Она в сомнении пожевала воронкообразным ртом (пухлые черные губы при этом двигались прямо-таки непристойно) и сказала:
— До нашей скромной норки.
— Полагаете, это так уж обязательно? — заговорил я, рывком садясь. Голову сдавила боль, в глазах запорхали мотыльки траурной расцветки. Я поморщился, но продолжал: — Поверьте, мадам, я чрезвычайно скучный гость. Честное слово. Косноязычный собеседник. В еде привередлив. В быту прихотлив. Делать ничего не умею. Руки у меня — крюки. — Скрючив пальцы, выкрутив кисти и изогнув локти, я показал, насколько страшна кривизна. — Кривые руки-то.
— А ноги? — с ухмылочкой встрял самец.
— Ноги, конечно, прямые — но ведь растут-то откуда? Блудотерии прыснули. Самец погромче и со вкусом, самка сдержанней.
— То-то и оно, — сказал я, ободренный маленькой победой. — Гнали бы вы меня подобру-поздорову. А?
— На ночь глядя, — задумчиво сказала самка, — в саванну, дорогой ты мой тушканчик, я даже мужа не выпушу. Ибо завалят оболтуса, уплетут и косточек на помин не оставят. Хоть он намного быстрее тебя, выносливее, сильнее и чутче.
— И жизнь здесь прожил, — высокомерно добавил расцветший от похвал самец.
— Вот именно, — впервые согласилась она.
— А по мне, — сказал я упрямо, — так лучше смерть, чем бесчестие.
— Бесчестить тебя, зайка, мы еще то ли надумаем, а то ли воздержимся. — Самец булькнул горлом и озадаченно, с нотками обиды, закудахтал:
— Это как же это так, любовь моя? Твои слова мне странны.
— Зато смерть…— сухо продолжала она. — Расскажи-ка ему, милый, как здесь умирают.
И блудотерии рассказал. Словарный запас у него был — обзавидуешься, живость речи превыше всяких похвал, эмоциональный посыл как у пламенного трибуна революции. Вдобавок, показалось мне, он владел чем-то вроде дара сверхчувственного внушения. Поэтому, когда он закончил и его половина скомандовала мне: «Если согласен идти, ноги приподними и замри!» — я молча повиновался. (Самец немедленно заорал шалопайским голосом: «Бабушка Сидорова высоко ноги закидывала!
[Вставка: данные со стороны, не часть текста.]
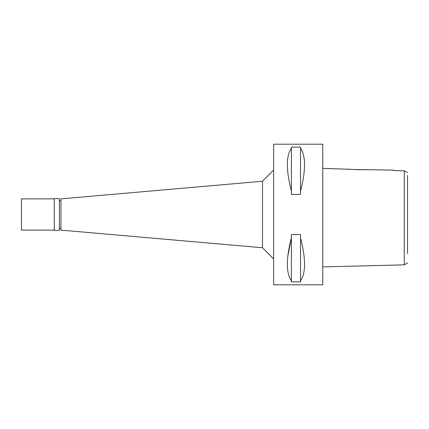 <?xml version="1.0" encoding="UTF-8"?>
<svg xmlns="http://www.w3.org/2000/svg" width="429" height="429" viewBox="0 0 429 429"><rect width="100%" height="100%" fill="white"/><g stroke="black" fill="none" stroke-linecap="round" stroke-linejoin="round"><path stroke-width="0.64" d="M407.55 253.652L407.55 175.375M407.55 176.222L407.55 179.429M407.55 249.571L407.55 251.909M402.456 170.785L393.715 170.581L404.252 170.822L407.55 172.587M404.526 170.973L404.252 170.822L404.252 264.854L407.55 262.902M350.943 169.321L322.742 168.356L322.742 266.892L404.252 264.854M393.715 170.131L393.715 170.581L393.715 170.131L352.306 169.455M322.742 284.802L322.742 144.198L273.643 144.198L273.643 284.802L322.742 284.802M287.864 256.065L291.388 237.816C286.03 258.708 286.03 273.042 291.388 280.823L291.388 281.885L300.536 281.885L300.536 280.823C305.861 273.016 305.861 258.676 300.536 237.816L300.536 280.823M291.388 280.823L291.388 234.545L300.536 234.545L300.536 237.816M300.536 191.184L300.536 194.455L291.388 194.455L291.388 191.184C286.03 170.292 286.03 155.958 291.388 148.177L291.388 147.115L300.536 147.115L300.536 148.177C305.861 155.984 305.861 170.324 300.536 191.184L300.536 148.177M273.643 170.088L262.484 181.247L262.484 247.753L60.95 230.121L60.95 198.879L262.484 181.247M273.643 258.912L262.484 247.753M60.95 200.552L59.39 200.552M60.95 228.448L59.39 228.448M348.294 168.999C347.704 169.535 366.875 170.045 366.371 169.45M291.388 148.177L291.388 191.184M59.39 230.459L59.39 198.541L54.258 198.541L54.258 230.459L59.39 230.459M54.258 198.879L21.45 198.879L21.45 230.121L54.258 230.121"/></g></svg>
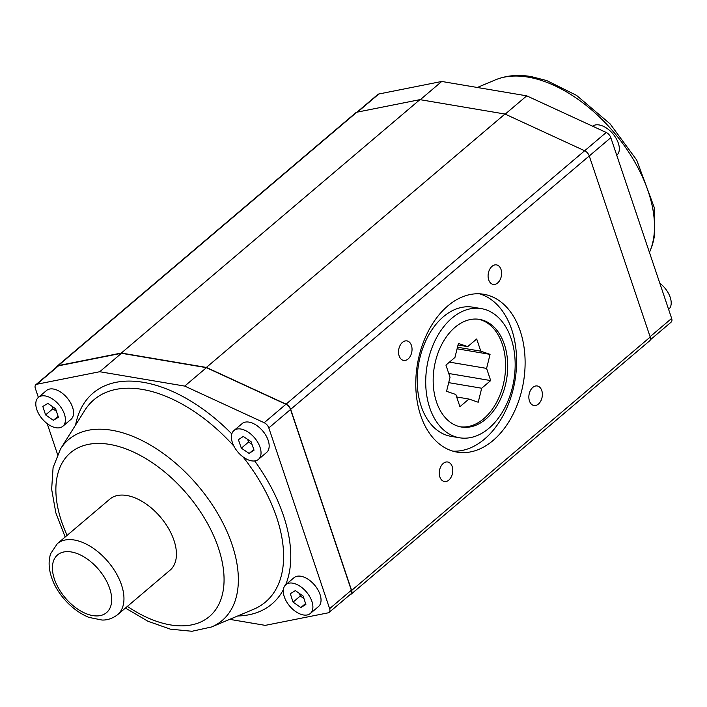 <?xml version="1.0" encoding="UTF-8"?>
<svg xmlns="http://www.w3.org/2000/svg" width="707" height="707" viewBox="0 0 707 707"><rect width="100%" height="100%" fill="white"/><g stroke="black" fill="none" stroke-linecap="round" stroke-linejoin="round"><path stroke-width="1.06" d="M58.398 417.236L53.379 420.303L45.593 414.921L42.818 406.454L47.837 403.379L55.623 408.77L58.398 417.236M58.098 416.308L53.379 420.303M303.117 596.001L305.875 604.467L300.855 607.525L293.06 602.125L290.303 593.668L295.323 590.61L303.117 596.001M457.084 348.798L490.066 354.375L480.795 351.176L457.473 347.225M420.674 415.433A80.05 53.767 99.6 0 0 457.093 452.127A80.05 53.767 99.6 0 0 523.463 382.169A80.05 53.767 99.6 0 0 483.791 294.271A80.05 53.767 99.6 0 0 428.46 330.894A80.05 53.767 99.6 0 0 420.674 415.433M452.878 451.154A80.05 53.767 99.6 0 0 514.952 380.728A80.05 53.767 99.6 0 0 479.496 293.803M458.03 345.007L467.689 346.633L458.419 343.434L454.946 357.45L445.931 365.095L450.032 377.282L446.559 391.298L455.829 394.506L459.93 406.693L468.944 399.04L478.215 402.248L481.688 388.231L490.693 380.578L486.593 368.4L490.066 354.375M650.087 336.7L671.65 318.406L610.821 137.671L589.267 155.964M671.65 318.406A5.824 3.367 49.7 0 1 671.164 322.127L650.369 339.775M356.964 112.183L377.856 94.455A5.824 3.367 49.7 0 1 378.819 94.004L357.521 112.077M58.248 365.607A5.824 3.367 -130.3 0 0 57.276 366.067L355.86 112.669A5.824 3.367 49.7 0 1 356.832 112.21L58.248 365.607L121.339 353.04L206.382 367.428L504.975 114.03L584.654 150.75A5.824 3.367 49.7 0 1 589.258 155.947L290.674 409.344A5.824 3.367 -130.3 0 0 286.07 404.148L606.217 132.465L526.742 95.843L441.751 81.464L378.819 94.004M606.217 132.465A5.824 3.367 49.7 0 1 610.821 137.671M592.59 126.191A18.921 10.959 49.7 0 1 613.093 134.03A18.921 10.959 49.7 0 1 616.769 155.284L616.769 155.284M456.66 396.963L468.944 399.04M460.275 426.807A54.58 36.658 99.6 0 0 504.462 378.952A54.58 36.658 99.6 0 0 478.48 319.228M480.795 351.176L476.695 338.989L467.689 346.633M448.759 373.49L490.693 380.578M481.688 388.231L448.706 382.646M449.449 362.117L486.593 368.4M439.878 476.978A9.898 6.646 99.6 0 0 444.385 481.511A9.898 6.646 99.6 0 0 452.586 472.868A9.898 6.646 99.6 0 0 447.681 461.998A9.898 6.646 99.6 0 0 440.841 466.523A9.898 6.646 99.6 0 0 439.878 476.978M117.618 614.683L170.104 570.142A46.574 26.963 -130.3 0 0 160.524 517.188A46.574 26.963 -130.3 0 0 109.832 499.124L57.347 543.656A46.574 26.963 49.7 0 1 108.047 561.72A46.574 26.963 49.7 0 1 117.618 614.683C109.903 620.499 103.478 620.039 102.047 620.048L88.923 617.397C69.746 609.593 55.667 590.902 51.567 577.283C48.668 568.826 48.35 560.969 50.621 553.722L57.347 543.656M305.574 603.522L300.855 607.525M529.455 400.966A9.898 6.646 99.6 0 0 533.953 405.5A9.898 6.646 99.6 0 0 542.163 396.848A9.898 6.646 99.6 0 0 537.258 385.978A9.898 6.646 99.6 0 0 530.409 390.511A9.898 6.646 99.6 0 0 529.455 400.966M121.339 353.04L419.923 99.643L504.975 114.03M481.37 308.623L472.859 307.183A65.495 43.993 99.6 0 0 427.585 337.142A65.495 43.993 99.6 0 0 421.222 406.313A65.495 43.993 99.6 0 0 451.013 436.343L459.515 437.774A65.495 43.993 99.6 0 0 513.821 380.534A65.495 43.993 99.6 0 0 481.37 308.623A65.495 43.993 99.6 0 0 436.095 338.582A65.495 43.993 99.6 0 0 429.723 407.753A65.495 43.993 99.6 0 0 459.515 437.774M303.93 598.502L300.298 595.983L293.06 602.125M249.147 453.426L241.334 448.176L238.4 439.692L243.288 436.449L251.1 441.689L254.034 450.182L249.147 453.426L253.795 449.484M252.019 444.35L248.572 442.034L241.334 448.176M268.81 427.921A5.824 3.367 -130.3 0 0 264.197 422.724L285.911 404.289A5.824 3.367 49.7 0 1 290.524 409.494L268.81 427.921L329.63 608.656A5.824 3.367 -130.3 0 1 329.144 612.377A5.824 3.367 -130.3 0 1 328.181 612.836L265.249 625.368L229.678 619.35M56.445 411.28L52.831 408.779L45.593 414.921M52.831 408.779L52.009 406.269M55.959 427.744A18.921 10.959 49.7 0 1 39 414.329A18.921 10.959 49.7 0 1 38.364 397.422A18.921 10.959 49.7 0 1 58.955 404.757A18.921 10.959 49.7 0 1 62.852 426.268A18.921 10.959 49.7 0 1 55.959 427.744M290.674 409.344L351.618 590.451A5.824 3.367 -130.3 0 1 351.14 594.172A5.824 3.367 -130.3 0 1 350.168 594.622L350.036 594.649M526.742 95.843L505.187 114.136M441.751 81.464L420.267 99.705M589.258 155.947L650.21 337.053A5.824 3.367 49.7 0 1 649.724 340.774L351.14 594.172M57.276 366.067A5.824 3.367 -130.3 0 0 56.631 367.066M488.696 279.866A9.898 6.646 99.6 0 0 493.203 284.4A9.898 6.646 99.6 0 0 501.404 275.757A9.898 6.646 99.6 0 0 496.5 264.886A9.898 6.646 99.6 0 0 489.659 269.411A9.898 6.646 99.6 0 0 488.696 279.866M35.836 384.714L57.55 366.279A5.824 3.367 49.7 0 1 58.522 365.828L36.799 384.255A5.824 3.367 -130.3 0 0 35.836 384.714A5.824 3.367 -130.3 0 0 35.35 388.426L38.372 397.414L46.512 390.511A18.921 10.959 49.7 0 1 67.103 397.847A18.921 10.959 49.7 0 1 70.992 419.357L62.852 426.268M251.568 460.84A18.921 10.959 49.7 0 1 234.609 447.425A18.921 10.959 49.7 0 1 233.973 430.51A18.921 10.959 49.7 0 1 254.573 437.845A18.921 10.959 49.7 0 1 258.462 459.364A18.921 10.959 49.7 0 1 251.568 460.84M58.522 365.828L121.454 353.288L206.435 367.667L184.721 386.093L99.74 371.723L121.454 353.288M36.799 384.255L99.74 371.723M356.832 112.21L419.923 99.643M659.799 283.207A18.921 10.959 49.7 0 1 668.636 309.419L668.628 309.427M233.973 430.51L242.121 423.599A18.921 10.959 49.7 0 1 262.712 430.934A18.921 10.959 49.7 0 1 266.601 452.453L258.462 459.364M300.298 595.983L299.485 593.491M248.572 442.034L247.653 439.374M285.849 584.636L293.988 577.725A18.921 10.959 49.7 0 1 314.58 585.069A18.921 10.959 49.7 0 1 318.477 606.579L310.329 613.49A18.921 10.959 49.7 0 1 303.444 614.966A18.921 10.959 49.7 0 1 286.476 601.551A18.921 10.959 49.7 0 1 285.849 584.636A18.921 10.959 49.7 0 1 306.44 591.98A18.921 10.959 49.7 0 1 310.329 613.49M264.197 422.724L184.721 386.093M285.911 404.289L206.435 367.667M399.128 355.877A9.898 6.646 99.6 0 0 403.626 360.42A9.898 6.646 99.6 0 0 411.836 351.768A9.898 6.646 99.6 0 0 406.932 340.898A9.898 6.646 99.6 0 0 400.091 345.431A9.898 6.646 99.6 0 0 399.128 355.877M436.511 401.991A54.58 36.658 99.6 0 0 461.335 427.01A54.58 36.658 99.6 0 0 506.592 379.314A54.58 36.658 99.6 0 0 479.54 319.387A54.58 36.658 99.6 0 0 441.813 344.353A54.58 36.658 99.6 0 0 436.511 401.991M286.07 404.148L206.382 367.428M290.524 409.494L351.344 590.23A5.824 3.367 49.7 0 1 350.866 593.951L329.144 612.377M47.201 423.634L57.532 454.354M125.448 608.047L147.86 621.214L170.36 629.159L191.959 631.271L211.552 626.976A118.661 68.694 -130.3 0 0 223.147 523.445A118.661 68.694 -130.3 0 0 111.865 430.271A118.661 68.694 -130.3 0 0 60.493 448.98L53.078 467.619L51.646 489.271L55.826 512.769L65.168 537.02M127.393 606.385A107.367 62.163 -130.3 0 0 223.562 570.629A107.367 62.163 -130.3 0 0 109.594 444.394A107.367 62.163 -130.3 0 0 67.121 535.367M351.618 590.451L650.21 337.053M233.92 446.17A132.624 76.78 -130.3 0 0 142.248 389.398A132.624 76.78 -130.3 0 0 84.831 410.307L60.493 448.98M211.552 626.976L253.663 609.257A132.624 76.78 -130.3 0 0 242.934 456.819M237.693 615.983A138.272 80.05 -130.3 0 0 283.357 589.691M285.646 584.813A138.272 80.05 -130.3 0 0 254.67 460.937M231.816 433.93A138.272 80.05 -130.3 0 0 143.38 382.337A138.272 80.05 -130.3 0 0 75.596 424.978M649.433 252.399A118.661 68.694 -130.3 0 0 626.048 148.143A118.661 68.694 -130.3 0 0 528.005 77.107A118.661 68.694 -130.3 0 0 495.448 79.856C506.309 75.437 518.284 74.359 531.372 76.621L546.732 80.571L576.541 95.383L610.114 123.884L636.68 160.012L654.161 207.266L654.576 235.749L652.481 244.746L649.468 252.479M329.63 608.656L351.344 590.23M54.412 579.104A37.842 21.908 -130.3 0 0 105.149 613.658A37.842 21.908 -130.3 0 0 86.608 558.574A37.842 21.908 -130.3 0 0 54.412 579.104M495.448 79.856L477.322 87.482"/></g></svg>
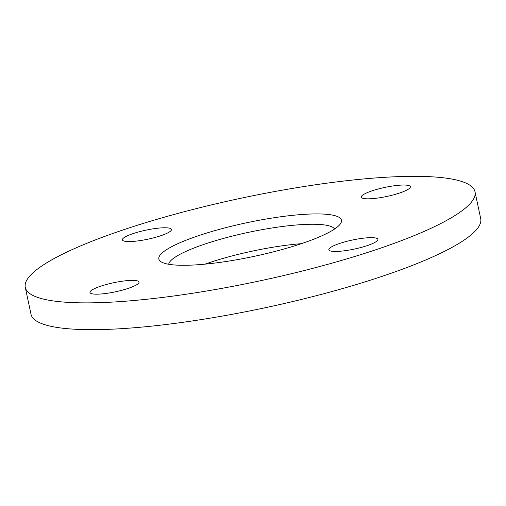 <?xml version="1.0" encoding="UTF-8"?>
<svg xmlns="http://www.w3.org/2000/svg" width="506" height="506" viewBox="0 0 506 506"><rect width="100%" height="100%" fill="white"/><g stroke="black" fill="none" stroke-linecap="round" stroke-linejoin="round"><path stroke-width="0.76" d="M134.02 280.413A25.079 4.624 168 0 1 139.011 282.07A25.079 4.624 168 0 1 122.781 290.027A25.079 4.624 168 0 1 94.951 294.144A25.079 4.624 168 0 1 89.954 292.493A25.079 4.624 168 0 1 106.184 284.536A25.079 4.624 168 0 1 134.02 280.413M338.514 243.835A25.079 4.624 168 0 1 363.846 238.13A25.079 4.624 168 0 1 377.906 239.332A25.079 4.624 168 0 1 368.241 245.258A25.079 4.624 168 0 1 342.91 250.963A25.079 4.624 168 0 1 328.849 249.762A25.079 4.624 168 0 1 338.514 243.835M366.287 198.795A25.079 4.624 168 0 1 361.29 197.144A25.079 4.624 168 0 1 377.527 189.187A25.079 4.624 168 0 1 405.357 185.07A25.079 4.624 168 0 1 410.353 186.72A25.079 4.624 168 0 1 394.117 194.677A25.079 4.624 168 0 1 366.287 198.795M161.793 235.379A25.079 4.624 168 0 1 136.456 241.084A25.079 4.624 168 0 1 122.401 239.882A25.079 4.624 168 0 1 132.066 233.955A25.079 4.624 168 0 1 157.398 228.25A25.079 4.624 168 0 1 171.458 229.452A25.079 4.624 168 0 1 161.793 235.379M334.599 229.009A84.983 15.667 -12 0 0 284.859 226.182A84.983 15.667 -12 0 0 201.489 245.233A84.983 15.667 -12 0 0 168.7 264.271M301.374 243.664A84.983 15.667 -12 0 0 205.474 263.987A84.983 15.667 -12 0 0 205.012 264.145M194.823 236.96A93.344 17.21 -12 0 0 161.142 261.823A93.344 17.21 -12 0 0 305.485 242.254A93.344 17.21 -12 0 0 340.506 223.703A93.344 17.21 -12 0 0 296.737 214.93A93.344 17.21 -12 0 0 194.823 236.96M25.3 287.402L30.992 314.188A229.876 42.377 -12 0 0 159.877 325.231A229.876 42.377 -12 0 0 392.106 272.911A229.876 42.377 -12 0 0 480.7 218.598L475.007 191.812A229.876 42.377 -12 0 0 346.123 180.768A229.876 42.377 -12 0 0 113.894 233.089A229.876 42.377 -12 0 0 25.3 287.402A229.876 42.377 -12 0 0 154.185 298.439A229.876 42.377 -12 0 0 386.413 246.125A229.876 42.377 -12 0 0 475.007 191.812"/></g></svg>

Когда б я была бы Сидорова, еще выше бы закидывала!!») А самка повернулась ко мне округлым тылом с чистеньким беленьким пушком пониже хвостика и неуловимым движением задней лапы рассекла травяной жгут, которым были стянуты мои лодыжки.
Берлога блудотериев скрывалась среди пологих холмов, на самой границе между саванной и диковинным, состоящим из корявых низкорослых деревьев лесом. Вход в нее закрывался крепкой плетеной дверью, густо усаженной страшными лаковыми шипами длиной в мизинец. Концы шипов, обращенные вовне, были чем-то густо обмазаны. Завязки из звериных жил притягивали плетенку к узловатым корням деревьев. Самка, ловко орудуя ртом и передними лапами, распустила несколько узлов, и дверь распахнулась наружу, будто подпружиненная.